Karolina Michalska
Protein Crystallographer Karolina Michalska (BIO) will discuss her Laboratory-Directed Research and Development (LDRD) sponsored work at the LDRD Seminar Series presentation Tuesday, Aug. 29, 2017.
“Proteolytic Enzymes from Ocean Sediments Archaea” begins at 12:30 p.m. in the Bldg. 203 Auditorium. All are welcome to attend.
Abstract
The ocean plays a critical role in the earth’s carbon cycle, with deep-sea sediments acting as the ultimate sink for organic carbon, storing approximately 40 percent of it. At the same time, this cold environment represents one of the richest microbial niches, constituting about one tenth of the total planet biomass. However, the vast majority of these microorganisms have never been grown and characterized in the laboratory, and therefore they been referred to as Microbial Dark Matter (MDM).
These diverse, heterotrophic and widespread microorganisms control carbon flow through organic matter decomposition, yet their impact on ecosystems and major global elemental cycles remains unknown. Nevertheless, sequencing of individual genomes and metagenomes from MDM projects has the potential to reveal novel functionalities and unexpected properties. Recently, single-cell genomics uncovered a number of new key players involved in deep-sea biogeochemistry, such as the miscellaneous crenarchaeotal group and the marine benthic group-D belonging to the kingdom of Archaea. Each of these uncultured microorganisms harbors predicted enzymes that have never been studied. In particular, these widespread archaea encode putative intra- and extra-cellular protein-degrading enzymes (proteases) very likely produced to utilize detrital proteins deposited in sediments as a source of basic nutrients. Consequently, they can contribute to carbon and nitrogen cycling.

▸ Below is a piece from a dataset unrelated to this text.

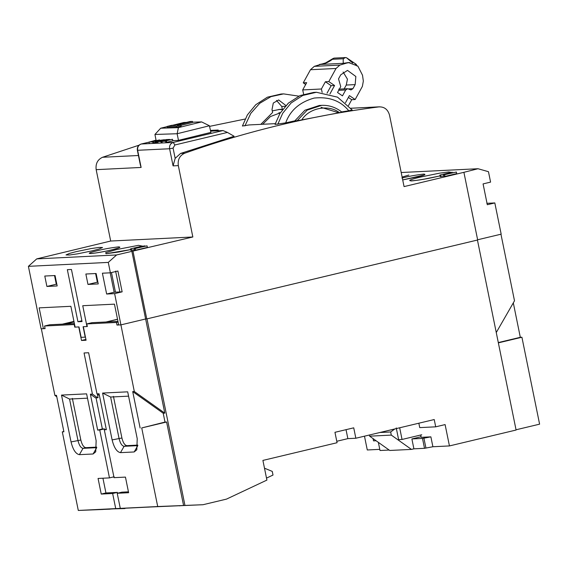 <?xml version="1.0" encoding="UTF-8"?>
<svg xmlns="http://www.w3.org/2000/svg" width="568" height="568" viewBox="0 0 568 568"><rect width="100%" height="100%" fill="white"/><g stroke="black" fill="none" stroke-linecap="round" stroke-linejoin="round"><path stroke-width="0.85" d="M262.672 124.271L270.432 116.561L280.322 112.819M280.372 112.741L278.86 112.812L280.386 112.712M352.927 88.679L350.996 89.936L347.623 88.722L345.699 89.978L342.461 95.864L337.52 92.499L340.757 86.613L338.521 78.867L340.764 74.791L347.502 70.389L355.845 76.495L355.163 84.604L352.927 88.679L348.582 88.892M329.923 93.961L334.573 85.512L328.808 81.593L336.036 68.472L310.476 69.729L314.317 66.349L339.877 65.093L348.475 62.537L357.875 66.108L362.519 75.224L363.335 81.068L362.377 86.414L355.156 99.528L349.391 95.609L345.486 102.701M339.877 65.093L336.036 68.472M343.122 72.015L347.431 79.151L346.267 85.044L355.163 84.604M334.573 85.512L331.151 85.683L325.386 81.757L321.403 88.998L302.687 89.921L306.677 82.68L303.255 82.85L310.476 69.729M325.386 81.757L328.808 81.593M331.151 85.683L327.019 93.188M355.156 99.528L351.727 99.698L348.39 97.426M351.727 99.698L348.482 105.591M352.685 63.062L346.537 57.751L345.45 57.553L343.306 58.752C343.086 61.486 343.164 63.005 343.548 63.311L348.475 62.537M344.023 89.112L346.267 85.044M302.687 89.921L303.646 94.238M322.155 92.406L321.403 88.998M305.676 84.497L303.255 82.85M343.306 58.752L332.415 59.292L332.884 58.61L325.613 62.899L314.317 66.349M319.372 64.503L322.873 63.793M344.932 63.247L349.923 62.551M332.415 59.292C328.659 62.196 324.768 63.907 320.75 64.432L343.548 63.311M356.96 66.016L356.25 64.369L346.537 57.751M332.884 58.61L334.041 58.121L345.45 57.553M356.25 64.369L355.277 64.184M167.304 127.502L176.463 127.197L181.149 126.039L180.936 125.003L176.25 126.153L167.091 126.458L167.304 127.502M181.007 125.343L192.715 122.454L192.495 121.417L177.5 125.116L180.936 125.003M172.601 125.279L183.869 122.496L186.474 122.411M192.666 122.205L201.612 121.907L178.416 127.63L160.673 128.219L167.127 126.628M176.463 127.197L176.25 126.153M167.091 126.458L171.777 125.308L175.214 125.187L190.209 121.488L192.495 121.417M201.612 121.907L209.436 125.762L210.92 132.614M156.15 140.63L154.936 134.467L160.673 128.219M154.936 134.467L177.131 133.736L178.416 127.63M178.48 140.353L177.131 133.736L209.436 125.762M118.634 324.662L116.987 325.059L120.757 324.875L118.698 324.974L120.757 324.875L118.698 324.974L114.466 304.15L82.743 305.712L86.982 326.536L83.326 326.714L86.08 340.246L81.515 340.473L78.76 326.941L74.77 327.14L74.238 324.534L44.574 325.996L45.099 328.602L41.336 328.787L43.388 328.68L41.336 328.787L54.89 395.413L56.488 395.335L63.9 431.772L62.302 431.85L78.299 510.447L115.723 508.601L112.649 493.507L101.239 494.068L98.065 478.455L109.475 477.894L99.734 430.004L97.675 430.104L90.369 394.192L92.421 394.085L84.057 352.969L88.622 352.742L96.986 393.865L99.045 393.759L106.351 429.678L104.299 429.777L114.04 477.667L125.45 477.106L128.624 492.719L117.214 493.28L120.288 508.374L157.712 506.535L141.723 427.938L166.601 422.003L165.004 422.081L163.201 413.227L164.798 413.149L134.311 391.501L114.629 293.628L122.141 291.838L117.903 271.014L110.391 272.81L108.275 262.402L116.603 254.954L192.843 236.984L178.324 165.615C177.571 159.651 179.694 155.518 184.699 153.225C248.038 130.853 312.791 115.41 378.948 106.883L379.63 106.827M449.444 445.93L445.099 424.587L435.713 426.831L434.229 419.539L355.845 438.24L353.729 427.832L334.95 432.312L337.072 442.72L262.906 460.414L266.91 480.088L226.49 499.116L203.017 504.718L184.955 505.435L146.998 318.868L477.44 240.037L516.092 430.033L449.444 445.93L432.894 446.746L424.509 448.315L413.902 448.834L411.438 449.402L389.762 450.467L369.626 436.167L369.392 435.01M418.843 423.21L419.738 427.612L435.713 426.831M432.894 446.746L430.885 436.856L421.186 437.332L420.71 435.01M379.779 449.359L367.283 449.977L364.478 436.181M500.948 234.172L514.501 300.799L496.262 332.543M145.628 318.939L164.798 413.149M116.987 325.059L116.461 322.454L118.108 322.063M355.845 438.24L347.857 438.631L336.774 441.279M513.309 302.872L520.316 337.314L521.914 337.236L539.6 424.161L516.042 429.784M350.839 108.268L378.948 106.883C384.38 106.692 387.909 109.468 389.541 115.226L404.061 186.595L463.907 172.317L477.674 239.987L146.764 318.925L132.997 251.262M430.885 436.856L422.5 438.425L411.885 438.943L421.065 436.756M65.519 323.987L74.06 321.95M389.172 450.055L380.013 450.502L378.359 442.373M126.728 508.14L102.801 509.468M61.507 395.087L86.613 393.851L96.141 440.697L95.729 451.816L93.088 453.988L79.392 454.663C75.785 454.002 73.002 449.764 71.043 441.932L61.507 395.087L69.544 399.055L87.493 398.175M102.588 393.063L127.693 391.828L137.222 438.673L136.81 449.792L134.162 451.965L120.473 452.639C116.866 451.979 114.076 447.74 112.116 439.909L102.588 393.063L110.625 397.032L128.574 396.152M165.004 422.081L141.723 427.938M140.126 428.016L132.713 391.579L134.311 391.501M116.461 322.454L86.79 323.916L87.323 326.522L83.098 326.728L85.214 337.136L81.11 337.342L78.995 326.927L75.111 327.118L78.76 326.941L75.111 327.118L70.872 306.301L39.156 307.863L43.388 328.68L45.042 328.29M132.713 391.579L163.201 413.227M184.955 505.435L183.585 505.506L166.601 422.003M137.79 445.106L126.92 445.646C124.747 445.284 123.078 442.735 121.914 438.006L113.437 396.365M346.033 429.664L347.857 438.631M411.885 438.943L413.902 448.834M424.509 448.315L422.5 438.425M498.356 342.859L521.914 337.236M264.496 468.202L272.264 471.397L273.002 475.054L266.513 478.114M120.288 508.374L115.723 508.601M78.299 510.447L102.801 509.482M124.974 508.559L110.043 508.964M93.202 509.801L110.085 509.155M93.699 509.773L149.349 507.032M149.363 507.075L146.26 507.188M146.764 507.153L203.017 504.718M183.585 505.506L157.712 506.535M44.574 325.996L49.735 324.768L74.387 323.547M54.89 395.413L56.779 396.748M498.299 342.568L520.316 337.314M93.088 453.988L96.723 447.662L83.027 448.337C80.862 447.946 79.193 445.397 78.015 440.697L69.544 399.055M134.162 451.965L137.797 445.639L124.108 446.313C121.942 445.923 120.267 443.374 119.095 438.673L110.625 397.032M128.446 491.838L121.907 492.165L117.214 493.28M104.299 429.777L106.273 429.309M96.986 393.865L99.414 395.584M92.421 394.085L97.604 397.763L98.072 397.65L97.355 394.121M90.369 394.192L95.545 397.863L97.604 397.763M97.675 430.104L102.368 428.982L96.02 397.756M99.734 430.004L104.427 428.883L102.368 428.982M109.475 477.894L114.168 476.772M104.59 429.706L104.427 428.883M101.239 494.068L105.932 492.953L102.936 478.213M112.649 493.507L117.342 492.385L105.932 492.953M117.512 493.209L117.342 492.385M63.843 431.481L62.302 431.85M81.515 340.473L85.91 339.423M86.79 323.916L91.952 322.688L117.974 321.403M117.548 319.308L106.372 321.978M180.468 505.669L179.63 505.868M96.709 447.13L85.846 447.669C83.673 447.307 81.998 444.758 80.833 440.03L72.363 398.388M115.453 292.165L111.463 272.555M92.279 250.822L77.567 253.839L69.403 255.018L66.023 254.933L69.686 253.349L76.304 251.61L91.008 248.592L99.173 247.414L102.552 247.499L98.889 249.075L92.279 250.822M106.124 253.69L118.435 252.05L130.718 249.6L106.024 253.69L105.662 252.668L116.241 249.643L138.407 245.34L143.434 246.313L144.84 245.809M111.676 249.863C94.693 254.002 79.669 254.961 96.83 250.822L97.98 250.538C104.15 249.004 111.023 247.776 118.613 246.86C121.389 247.108 119.465 248.017 112.826 249.586L111.676 249.863M440.69 175.689L439.589 175.959C416.656 181.54 396.798 182.733 420.228 177.124L439.447 173.183L448.663 171.962L451.212 172.374M401.924 178.032L403.074 177.756C409.244 176.222 416.117 174.994 423.707 174.078C426.483 174.326 424.552 175.235 417.92 176.804L402.705 179.914L424.282 174.979M456.381 172.04L456.693 173.602L444.964 176.407L443.892 176.456L443.572 174.894L450.587 172.658L439.888 175.079L451.624 172.274L445.426 174.518L456.381 172.04L443.572 174.894M443.785 175.917L440.207 176.641L439.888 175.079M463.907 172.317L478.022 168.731L401.2 172.516M214.541 130.974L218.233 130.036L210.451 130.42M352.181 110L348.773 110.76C340.58 100.749 329.028 96.517 314.125 98.065C299.648 102.162 290.17 110.433 285.69 122.873L275.047 124.42L279.981 113.366L288.366 103.127L300.032 95.587L313.699 92.406L316.433 92.272L337.541 97.156L352.181 110M275.295 123.647L249.075 124.939L242.415 126.025L247.35 114.97L255.735 104.739L267.393 97.192L281.061 94.018L283.574 93.89L298.782 96.148M285.69 122.873L294.884 120.828L304.909 110.227L319.372 105.456L321.658 105.343L307.189 110.114L297.163 120.714L294.884 120.828M301.771 119.912L339.43 112.684C328.609 104.086 309.162 107.821 301.771 119.912L297.163 120.714M341.773 112.152L339.43 112.684M341.645 111.91L348.773 110.76M140.381 165.039L141.127 167.446L96.169 169.662C95.452 163.719 97.575 159.594 102.545 157.272L138.954 145.216M150.236 141.815L156.051 140.111M209.571 126.366L245.149 119.039M178.324 165.615L173.077 165.87L175.164 158.365L180.588 153.431L234.108 136.263L227.463 132.429L222.983 130.555L210.607 131.165M96.169 169.662L110.689 241.031L192.843 236.984M147.062 245.837L147.382 247.392L135.645 250.197L134.573 250.247L134.254 248.685L141.269 246.448L130.569 248.869L142.305 246.072L136.114 248.308L147.062 245.837L134.254 248.685M134.467 249.714L130.888 250.431L130.569 248.869M110.689 241.031L36.728 258.887L116.603 254.954M146.764 318.925L145.621 318.982L131.854 251.312M452.802 172.757L452.696 172.225M440.917 176.605L440.605 175.043M444.964 176.407L444.645 174.845M478.022 168.731L488.466 171.699L490.582 182.108L483.077 183.904L487.308 204.721L494.82 202.932L501.175 234.158L477.631 239.774M158.067 143.172L161.518 143.001L161.198 141.439L157.748 141.609L158.067 143.172L155.767 143.285L155.447 141.723L154.972 141.751L155.284 143.313L156.328 143.228L156.008 141.666L155.447 141.723M162.285 142.966L165.92 142.788L165.607 141.226L161.965 141.404L162.285 142.966L161.518 143.001L162.256 142.831M149.349 143.605L152.984 143.427L152.671 141.865L149.029 142.043L149.349 143.605L141.276 144.002C138.514 145.01 137.3 147.112 137.641 150.328L141.127 167.446M143.484 246.555L143.377 246.015M131.606 250.396L131.286 248.834M135.645 250.197L135.326 248.635M36.728 258.887L28.4 266.335L41.109 328.794L43.388 328.68M145.621 318.982L120.984 324.861M108.275 262.402L28.4 266.335M486.833 203.323L494.82 202.932M73.947 321.396L62.437 324.136M210.877 132.401L178.274 140.403L172.8 140.672M166.765 142.298L172.835 140.85L172.523 139.288L164.968 141.084L166.502 141.013L166.822 142.575L165.92 142.788L173.226 142.426C170.464 143.434 169.25 145.543 169.591 148.752L137.378 150.3C137.016 147.133 138.287 145.039 141.191 144.016L149.05 142.149L141.084 144.052M154.865 142.689L153.829 142.93M159.672 140.339L159.587 139.92L152.032 141.723L153.566 141.645L153.885 143.207L152.984 143.427L155.284 143.313L154.823 141.617L164.386 139.721L160.304 140.296L159.345 140.615L160.013 140.857L156.008 141.666M158.174 142.93L156.328 143.228M67.343 269.672L71.447 269.473L82.04 321.524L77.93 321.722L67.343 269.672M46.903 286.45L44.78 276.041L55.053 275.537L57.169 285.945L46.903 286.45L56.289 284.213L54.528 275.558M85.86 274.017L96.127 273.513L98.25 283.922L87.976 284.426L85.86 274.017M114.629 293.628L106.642 294.025L102.403 273.201L110.391 272.81M122.141 291.838L119.855 291.952L115.616 271.128M278.789 109.439L282.466 109.667M282.722 109.326L279.988 109.354L272.271 110.895M285.917 105.541L278.654 99.954L273.293 103.049L272.008 109.61L272.597 112.492L260.804 124.364M161.965 141.404L172.523 139.288M169.733 139.842L169.647 139.43L161.198 141.439M165.224 140.374L165.118 139.856L166.197 139.593L169.647 139.43M161.639 141.219L161.546 140.779L167.993 139.714L165.118 139.856M157.748 141.609L161.702 141.212L164.038 140.658L161.546 140.779M157.073 143.122L156.754 141.56M160.105 141.29L160.013 140.857M160.467 141.276L160.346 140.701M160.623 141.858L160.304 140.296M161.347 141.716L161.035 140.154M161.816 140.715L161.681 140.055M162.363 140.58L162.242 139.998M163.804 140.459L163.719 140.026M164.45 140.431L164.329 139.827M164.528 140.424L164.386 139.721M153.566 141.645L152.671 141.865M149.029 142.043L159.587 139.92M166.502 141.013L165.607 141.226M77.93 321.722L81.891 320.778M56.814 284.185L56.289 284.213M87.976 284.426L97.362 282.189L95.602 273.535M97.888 282.161L97.362 282.189M117.533 319.244L106.031 321.992M106.642 294.025L114.154 292.229L110.199 272.817M119.855 291.952L114.154 292.229M244.929 125.904L250.8 113.352L259.761 103.298L271.014 96.617L283.574 93.89M276.502 100.429L281.756 106.464L282.339 109.347M338.798 112.791L321.069 107.331M277.787 124.285L282.722 113.231L291.107 102.993L302.765 95.452L316.433 92.272M399.673 427.782L402.045 439.462L421.761 434.761M376.066 440.747L373.524 440.867L373.062 438.61M402.045 439.462L398.622 439.632L396.244 427.924M394.845 428.932L390.67 431.978L379.857 432.511M390.67 431.978L391.302 435.102L411.438 449.402M369.626 436.167L391.302 435.102M345.699 89.978L338.72 90.326M423.905 438.084L425.922 447.975M71.043 441.932L80.833 440.03M79.392 454.663L83.027 448.337L85.846 447.669M112.116 439.909L121.914 438.006M120.473 452.639L124.108 446.313L126.92 445.646M401.64 174.696L402.123 177.081L408.853 175.05M184.699 153.225L180.588 153.431M138.436 155.504L102.545 157.272M173.077 165.87L169.591 148.752L173.077 148.134L174.894 144.975L227.463 132.429M437.779 176.371L423.707 179.239M175.164 158.365L173.077 148.134M130.704 249.508L118.613 252.022M156.115 140.459L150.506 141.801M174.894 144.975L173.226 142.426L222.983 130.555M281.756 106.464L285.221 106.294M347.623 88.722L338.727 89.162M356.008 64.184L346.949 58.021M90.653 253.569L90.418 253.513C90.319 253.931 105.052 251.667 112.72 249.6L119.188 247.762M411.218 180.901L410.955 180.83C409.705 181.483 428.577 178.849 440.59 175.704M350.818 108.247L379.516 106.827M140.403 165.167L137.378 150.3M341.957 112.159C335.901 107.338 329.135 105.066 321.658 105.343M156.115 140.452L150.463 141.801"/></g></svg>

The purpose of this project is to produce these uncharacterized proteins in the laboratory and investigate their biochemical and structural properties to understand how marine microorganisms contribute to biogeochemical processes via protein remineralization in sediments. The ability to perform detailed characterizations of enzymes from native subsurface microorganisms, without requiring that those organisms first be grown in pure culture, holds great promise for understanding key carbon transformations in the environment. Some of these new enzymes may yield biomedical and biotechnological applications.
Biography
Karolina Michalska joined Argonne in 2010. Her major interest is structural biology with a focus on protein structure — function relationships in biochemical transformations, primarily in prokaryotes. She has been contributing to two NIH-funded programs: The Midwest Center for Structural Genomics and The Center for Structural Genomics of Infectious Diseases. Recently, Michalska has been focused on structural basis of contact-dependent growth inhibition (CDI) systems — a means of bacterial competition in microbial communities, and evolution and functionality of essential enzymes involved in tryptophan biosynthesis in bacteria. As a member of The Structural Biology Center, she has also studied proteins involved in degradation of abundant biopolymers: cellulose, lignin, chitin and proteins. She has also contributed to the SBC R&D projects.
Michalska is a protein crystallographer in the Biosciences Division and a fellow at the University of Chicago Computation Institute. Prior to joining Argonne, she worked at Adam Mickiewicz University, Poznan, Poland, where she received her Ph.D. in chemistry.